MCP Tool Input Output
vdvc:search Full-text query in LV/EN Matching categories with context
vdvc:get_category Category code Full details + metadata
vdvc:list_categories Filters: domain, level, dept, programme Filtered list
vdvc:suggest_category Document title + body text Top 3-5 category suggestions with confidence
vdvc:validate_code Category code Validity check + active status
vdvc:calculate_retention Category code + document date Retention expiry date
vdvc:describe_model Schema structure, vocabularies, stats

The suggest_category tool is the key efficiency enabler: instead of a clerk navigating ~100 categories, the AI reads the document and recommends the best matches.


9. Roadmap

Phase Duration Deliverables
Phase 1: Assessment approval & schema design 1 week Approved XSD, normalization rules, migration mapping
Phase 2: Data cleaning & functional restructure 2-3 weeks Normalized XML with ~100 categories; old→new code mapping
Phase 3: GUI development 3-4 weeks React SPA on ProcessGit; tree editor, validation, export
Phase 4: ProcessGit deployment & MCP server 1-2 weeks Live repo, MCP endpoint, vocabularies
Phase 5: AI description generation 1-2 weeks AI-drafted Latvian descriptions for all categories
Phase 6: DVS "Namejs" integration 2-3 weeks Classification import adapter, clerk-facing AI assist

Total: 10-15 weeks


10. Risk Assessment

Risk Impact Mitigation
LNA (Latvijas Nacionālais arhīvs) rejects restructured schema HIGH Maintain old↔new code mapping; preserve all retention terms with originalText; engage LNA early
Lietvedis staff resist moving from Excel MEDIUM GUI provides Excel-like table view; generate read-only Excel exports on demand
Normative acts explicitly reference old codes MEDIUM Deprecate rather than delete; old codes resolve to new via alias table
Project-as-metadata breaks DVS "Namejs" import format MEDIUM Provide flat-file export that expands metadata back to rows for legacy DVS
Functional restructure conflicts with department ownership MEDIUM Map departments to functions, not to categories; allow multi-department tags

11. Conclusion

The current classification schema is complicated not because document management is inherently complex, but because normative document origins have been used as structural taxonomy levels instead of metadata.
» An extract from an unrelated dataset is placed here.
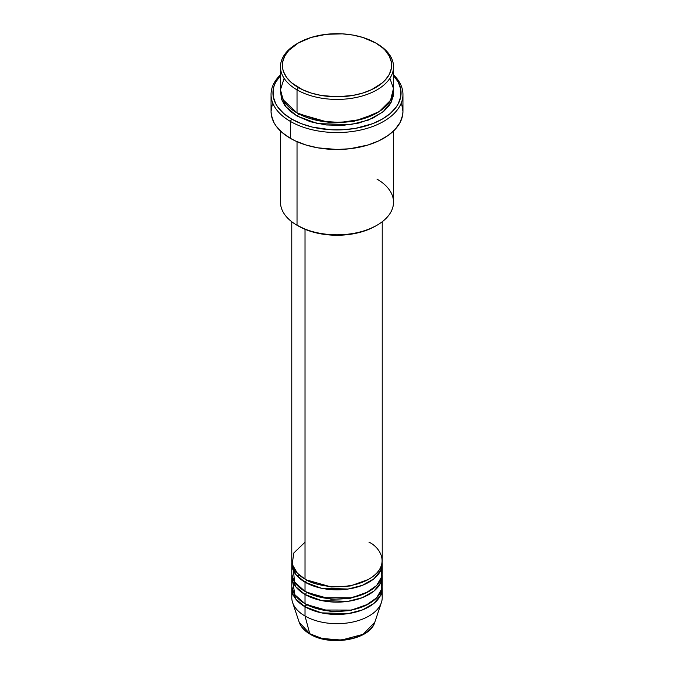 <?xml version="1.0" encoding="UTF-8"?>
<svg xmlns="http://www.w3.org/2000/svg" width="674" height="674" viewBox="0 0 674 674"><rect width="100%" height="100%" fill="white"/><g stroke="black" fill="none" stroke-linecap="round" stroke-linejoin="round"><path stroke-width="1.01" d="M381.509 592.952A45.225 26.109 180 0 1 381.4 602.514L374.828 622.178L363.126 634.318L341.533 640.056L322.003 638.455L309.754 633.695A1.887 1.087 120 0 0 310.107 634.192A1.887 1.087 -60 0 1 309.754 633.695A38.528 22.242 0 0 0 348.289 639.23A38.528 22.242 0 0 0 374.828 622.178C370.043 639.938 330.083 646.678 310.099 634.183C304.496 630.94 300.857 626.938 299.172 622.178A38.528 22.242 0 0 0 309.754 633.695L305.027 616.028L309.754 633.695L299.172 622.178L292.6 602.514A45.225 26.109 180 0 1 292.491 592.952M305.027 542.182L293.738 553.042L292.23 564.34L297.352 573.195L305.027 579.109A45.225 26.109 0 0 0 354.305 584.762A45.225 26.109 0 0 0 382.225 560.642L382.225 221.754M382.225 563.725A45.225 26.109 180 0 0 382.141 562.183L380.684 570.474L374.011 578.722L362.435 585.31L348.096 589.034L321.498 588.25L305.027 582.184A1.887 1.087 120 0 0 306.358 579.876L305.701 579.488L306.358 579.876A1.887 1.087 -60 0 1 305.027 582.184L295.76 574.433L291.859 562.183A45.225 26.109 180 0 0 291.775 563.725L291.775 572.951A45.225 26.109 0 0 0 305.027 591.41A45.225 26.109 0 0 0 354.305 597.071A45.225 26.109 0 0 0 382.225 572.951L382.225 563.725A45.225 26.109 180 0 1 354.305 587.846A45.225 26.109 180 0 1 305.027 582.184L305.027 591.41L305.027 582.184A45.225 26.109 180 0 1 291.775 563.725M293.055 566.8L294.58 581.999L305.027 591.41L322.619 597.703L351.087 597.762L365.738 593.112L376.614 585.546L381.754 576.691L381.509 568.334M382.225 576.026A45.225 26.109 180 0 0 382.141 574.492L380.684 582.783L374.011 591.031L362.435 597.619L348.096 601.343L321.498 600.559L305.027 594.493A1.887 1.087 120 0 0 306.358 592.185L305.701 591.797L306.358 592.185A1.887 1.087 -60 0 1 305.027 594.493L295.76 586.734L291.859 574.492A45.225 26.109 180 0 0 291.775 576.026L291.775 585.259A45.225 26.109 0 0 0 305.027 603.719A45.225 26.109 0 0 0 354.305 609.38A45.225 26.109 0 0 0 382.225 585.259L382.225 576.026A45.225 26.109 180 0 1 354.305 600.146A45.225 26.109 180 0 1 305.027 594.493L305.027 603.719L305.027 594.493A45.225 26.109 180 0 1 291.775 576.026M292.491 580.643L294.951 594.864L305.027 603.719L322.619 610.012L351.087 610.071L365.738 605.421L376.614 597.855L381.754 589L381.509 580.643M382.225 588.335A45.225 26.109 180 0 0 382.141 586.801L380.684 595.091L374.011 603.34L362.435 609.919L348.096 613.643L321.498 612.86L305.027 606.802A1.887 1.087 120 0 0 306.358 604.494L305.701 604.106L306.358 604.494A1.887 1.087 -60 0 1 305.027 606.802L295.76 599.043L291.859 586.801A45.225 26.109 180 0 0 291.775 588.335L291.775 597.568A45.225 26.109 0 0 0 305.027 616.028A45.225 26.109 0 0 0 354.305 621.689A45.225 26.109 0 0 0 382.225 597.568L382.225 588.335A45.225 26.109 180 0 1 354.305 612.455A45.225 26.109 180 0 1 305.027 606.802L305.027 616.028L305.027 606.802A45.225 26.109 180 0 1 291.775 588.335M284.125 78.327L280.477 89.709L283.105 99.718L297.032 112.937L297.032 89.861L298.363 87.553A54.645 31.552 180 0 1 298.363 42.942A54.645 31.552 180 0 1 375.637 42.942L362.755 37.424L352.864 35.056L342.358 33.852L326.342 34.307L311.245 37.424L298.363 42.942L288.809 50.373L284.706 56.094L282.617 62.16L282.617 68.344L283.409 71.402L286.517 77.325L291.564 82.776L302.331 89.634L311.245 93.071L321.136 95.438L337 96.795L352.864 95.438L362.755 93.071L371.669 89.634L382.436 82.776L385.191 80.122L389.294 74.41L391.383 68.344L391.383 62.16L389.294 56.094L385.191 50.373L382.436 47.719L375.637 42.942A54.645 31.552 180 0 1 375.637 87.553A54.645 31.552 180 0 1 298.363 87.553L297.032 89.861A56.532 32.638 0 0 0 376.968 89.861A56.532 32.638 0 0 0 376.968 43.709L376.968 43.709A56.532 32.638 180 0 1 393.532 66.785A56.532 32.638 180 0 1 358.635 96.938A56.532 32.638 180 0 1 297.032 89.861L297.032 112.937A56.532 32.638 0 0 0 358.635 120.014A56.532 32.638 0 0 0 393.532 89.861L393.532 66.785M376.968 179.099A56.532 32.638 180 0 1 376.968 225.251A56.532 32.638 180 0 1 297.032 225.251L298.363 226.017A54.645 31.552 0 0 0 375.637 226.017L367.355 229.944L357.911 232.859L347.658 234.653L337 235.26L326.342 234.653L316.089 232.859L306.645 229.944L297.032 225.251A56.532 32.638 0 0 0 358.635 232.328A56.532 32.638 0 0 0 393.532 202.175L393.532 131.017M290.368 121.404A65.951 38.073 0 0 0 377.6 124.479A65.951 38.073 0 0 0 393.532 74.865A65.951 38.073 180 0 1 402.951 94.478A65.951 38.073 180 0 1 362.241 129.652A65.951 38.073 180 0 1 290.368 121.404L290.368 138.33A65.951 38.073 0 0 0 362.241 146.578A65.951 38.073 0 0 0 402.951 111.404L402.631 115.136L400.112 122.457L395.158 129.349L387.98 135.558L378.839 140.832L368.088 144.986L349.865 148.743L337 149.476L317.858 147.842L305.912 144.986L295.161 140.832L290.368 138.33L290.368 121.404A65.951 38.073 180 0 1 271.049 94.478A65.951 38.073 180 0 1 280.468 74.865A65.951 38.073 0 0 0 290.368 121.404L291.699 119.096L290.368 121.404M393.532 75.539A64.064 36.986 180 0 1 375.14 122.66A64.064 36.986 180 0 1 291.699 119.096L301.404 123.696L312.483 127.116L330.723 129.753L343.277 129.753L355.594 128.338L372.596 123.696L382.301 119.096L390.271 113.493L396.186 107.099L398.309 103.678L400.76 96.567L400.76 89.313L398.309 82.203L393.498 75.505M298.363 113.712L297.706 113.325L298.363 113.712A1.887 1.087 -60 0 1 297.032 116.021L285.549 106.467L280.536 91.403L281.555 99.305L284.773 105.43L289.997 111.075L297.032 116.021A1.887 1.087 120 0 0 298.363 113.712L329.645 122.66L353.538 121.472L376.294 113.325L353.538 121.472L329.645 122.66L298.363 113.712M305.027 229.295L305.027 579.109L305.027 229.295M297.032 141.692L297.032 225.251L297.032 141.692M381.4 602.514A45.225 26.109 180 0 1 350.253 622.532A45.225 26.109 180 0 1 305.027 616.028A45.225 26.109 180 0 1 292.6 602.514M322.956 638.691L337 640.3L351.044 638.691M298.363 42.942L297.032 43.709A56.532 32.638 0 0 0 297.032 89.861A56.532 32.638 180 0 1 280.468 66.785A56.532 32.638 180 0 1 297.706 43.321M280.468 66.785L280.468 89.861A56.532 32.638 0 0 0 297.032 112.937L321.456 121.244L340.058 122.449L360.809 119.467L379.192 111.581L390.566 100.291L393.473 88.437L389.875 78.327M280.502 75.505L275.691 82.203L274.166 85.724L273.24 89.313L273.24 96.567L275.691 103.678L277.814 107.099L283.729 113.493L291.699 119.096A64.064 36.986 180 0 1 280.468 75.539M393.464 91.403L393.254 96.138L391.097 102.414L389.227 105.43L384.003 111.075L372.857 118.169L358.635 123.089L342.544 125.423L325.972 124.951L310.352 121.724L297.032 116.021L317.488 123.569L350.514 124.631L368.392 120.082L382.925 111.968L391.434 101.749L393.464 91.403M271.049 94.478L271.049 111.404A65.951 38.073 0 0 0 290.368 138.33L282.162 132.559L276.07 125.971L273.888 122.457L271.369 115.136L271.049 111.404L272.321 103.973M401.679 103.973L402.951 111.404L402.951 94.478M280.468 131.017L280.468 202.175A56.532 32.638 0 0 0 297.032 225.251L297.032 225.251M291.775 221.754L291.775 560.642A45.225 26.109 0 0 0 305.027 579.109C313.09 585.251 344.869 592.522 368.973 579.109C392.209 565.191 379.614 546.841 368.973 542.182M306.358 604.494L331.237 611.596L350.244 610.619L368.299 604.106L350.244 610.619L331.237 611.596L306.358 604.494L304.193 606.305M306.358 592.185L331.237 599.287L350.244 598.31L368.299 591.797L350.244 598.31L331.237 599.287L306.358 592.185M306.358 579.876L331.237 586.978L350.244 586.009L368.299 579.488L350.244 586.009L331.237 586.978L306.358 579.876M299.239 575.006L297.723 576.658M376.968 43.709L375.637 42.942M376.968 225.251L375.637 226.017"/></g></svg>
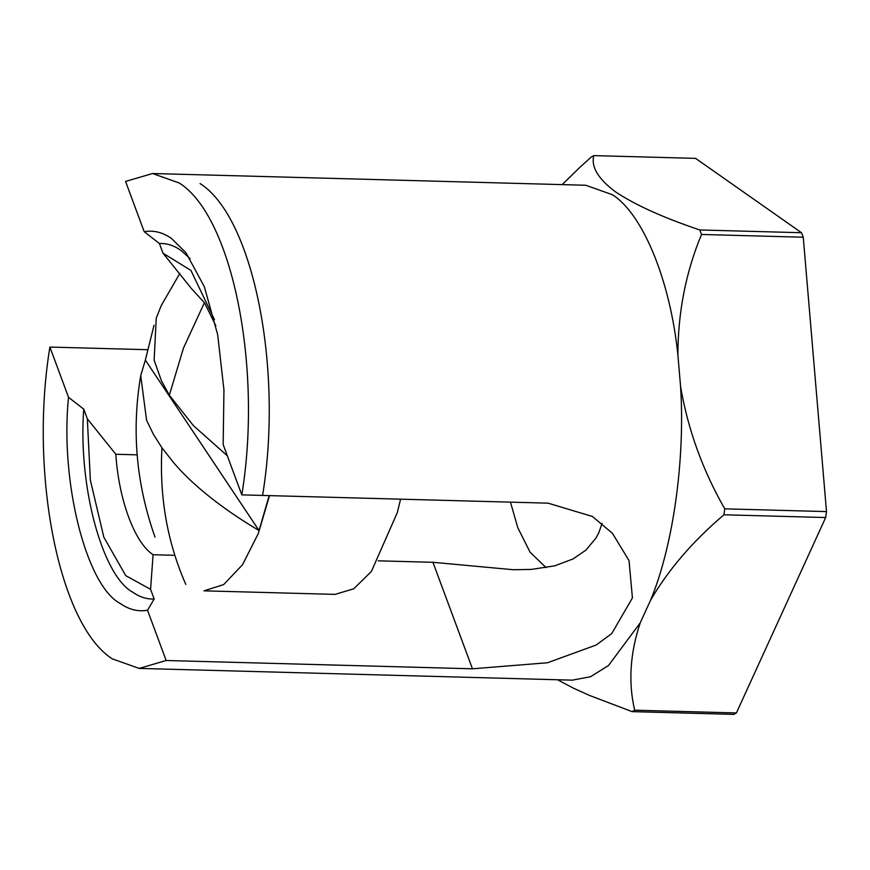 <?xml version="1.0" encoding="UTF-8"?>
<svg xmlns="http://www.w3.org/2000/svg" width="870" height="870" viewBox="0 0 870 870"><rect width="100%" height="100%" fill="white"/><g stroke="black" fill="none" stroke-linecap="round" stroke-linejoin="round"><path stroke-width="1.3" d="M269.526 495.617L258.336 533.451L242.556 564.695L223.666 584.596L203.971 590.828L205.962 590.882L335.048 594.384L353.753 588.783L371.403 571.427L397.285 512.68L400.602 499.173M179.851 273.397L161.276 305.511L156.241 318.159L154.131 360.191L161.45 380.832L169.345 395.197L193.477 425.691L227.32 455.793M259.053 530.537C201.296 496.27 178.448 468.06 173.685 462.731L161.95 447.811L153.49 434.467L146.584 420.221L140.712 375.633L145.355 360.104L259.053 530.537L269.167 495.606M145.355 360.104L154.033 325.217M174.816 555.31L153.087 554.723L150.586 589.338L154.175 599.017L147.508 610.229L166.159 660.504L139.146 668.41L112.415 658.905C59.323 625.497 29.004 474.259 49.895 347.065L68.534 397.329L83.748 409.139L87.337 418.818L115.83 454.27L137.166 454.847M200.078 183.581C253.17 216.989 283.489 368.228 262.599 495.432L548.111 503.164L592.448 516.486L612.447 533.31L629.021 560.584L632.425 597.907L611.784 633.512L596.211 645.007L547.556 662.744L472.453 668.802L166.159 660.504M472.453 668.802L432.945 562.303L378.254 560.824M49.895 347.065L147.487 349.707M144.202 231.703L125.552 181.428L152.554 173.521L179.296 183.015C232.388 216.423 262.707 367.673 241.816 494.867L223.166 444.592L223.949 389.945L217.674 334.667L204.363 286.785L186.006 252.789L171.499 238.467C162.657 232.29 153.555 230.039 144.202 231.703L159.406 243.502C166.746 243.187 173.88 245.46 180.819 250.31L190.193 258.684M215.869 325.804L204.559 302.901L191.487 288.633L162.994 253.181L159.406 243.502M262.599 495.432L241.816 494.867M147.508 610.229C138.156 611.893 129.054 609.642 120.201 603.465C86.13 585.717 59.889 481.001 68.534 397.329M152.554 173.521L585.749 185.256L612.48 194.76C643.126 214.325 670.194 280.586 677.893 354.895L680.579 386.574C685.31 459.523 673.086 546.49 650.543 600.289L640.233 622.844L608.489 665.506L590.567 676.719L572.34 680.155L139.146 668.41M724.764 508.841L723.927 514.779L825.663 517.541L826.5 511.593L724.764 508.841C702.634 470.202 687.909 429.443 680.579 386.574M154.175 599.017C146.845 599.332 139.711 597.07 132.762 592.209C102.138 575.69 77.93 485.286 83.748 409.139M510.451 502.142L517.857 527.851L530.113 552.254L546.132 567.664M677.893 354.895C677.98 312.221 685.854 272.082 701.524 234.465L699.763 229.963C663.418 217.717 635.372 205.048 615.623 191.944C598.136 178.905 590.871 166.79 593.84 155.61L695.576 158.373L801.498 232.725L803.26 237.227L826.5 511.593M701.524 234.465L803.26 237.227M801.498 232.725L699.763 229.963M825.663 517.541L736.401 712.943L634.665 710.192C628.173 682.526 630.021 653.413 640.233 622.844M557.539 679.753L573.406 688.159L589.36 695.369L632.077 711.627L733.801 714.39L736.401 712.943M87.337 418.818L90.36 480.186L103.834 537.203L125.78 575.668L150.586 589.338M153.087 554.723C134.687 542.837 118.788 499.967 115.83 454.27M162.994 253.181L190.921 270.418L214.488 319.703M432.945 562.303L513.246 569.719L531.298 569.415L554.69 565.837L572.96 558.986L585.945 550.101L595.928 538.138L598.81 532.701L602.073 523.37M632.077 711.627L634.665 710.192M593.84 155.61L591.241 157.057L580.116 167.105L562.161 184.614M650.543 600.289C668.16 569.926 692.629 541.423 723.927 514.779M169.345 395.197L183.472 348.065L204.417 302.684M185.799 584.368C167.225 542.151 159.275 496.629 161.95 447.811M140.712 375.622C131.479 430.422 136.242 484.242 155.012 537.084"/></g></svg>

Every new EU project, every new regulatory delegation, creates a new branch in the tree rather than a new tag on an existing functional category.

The proposed approach:

  1. Restructures the tree from 647 entries to ~100 functional categories
  2. Enriches each category with metadata (project, programme, legal basis, audience)
  3. Replaces Excel with a validated, Git-backed web GUI
  4. Serves the schema via MCP for AI-assisted classification
  5. Complies with MK Nr. 282 §33 function-based classification requirements

The VDVC namespace ensures this approach can be replicated across government institutions, not just VARAM.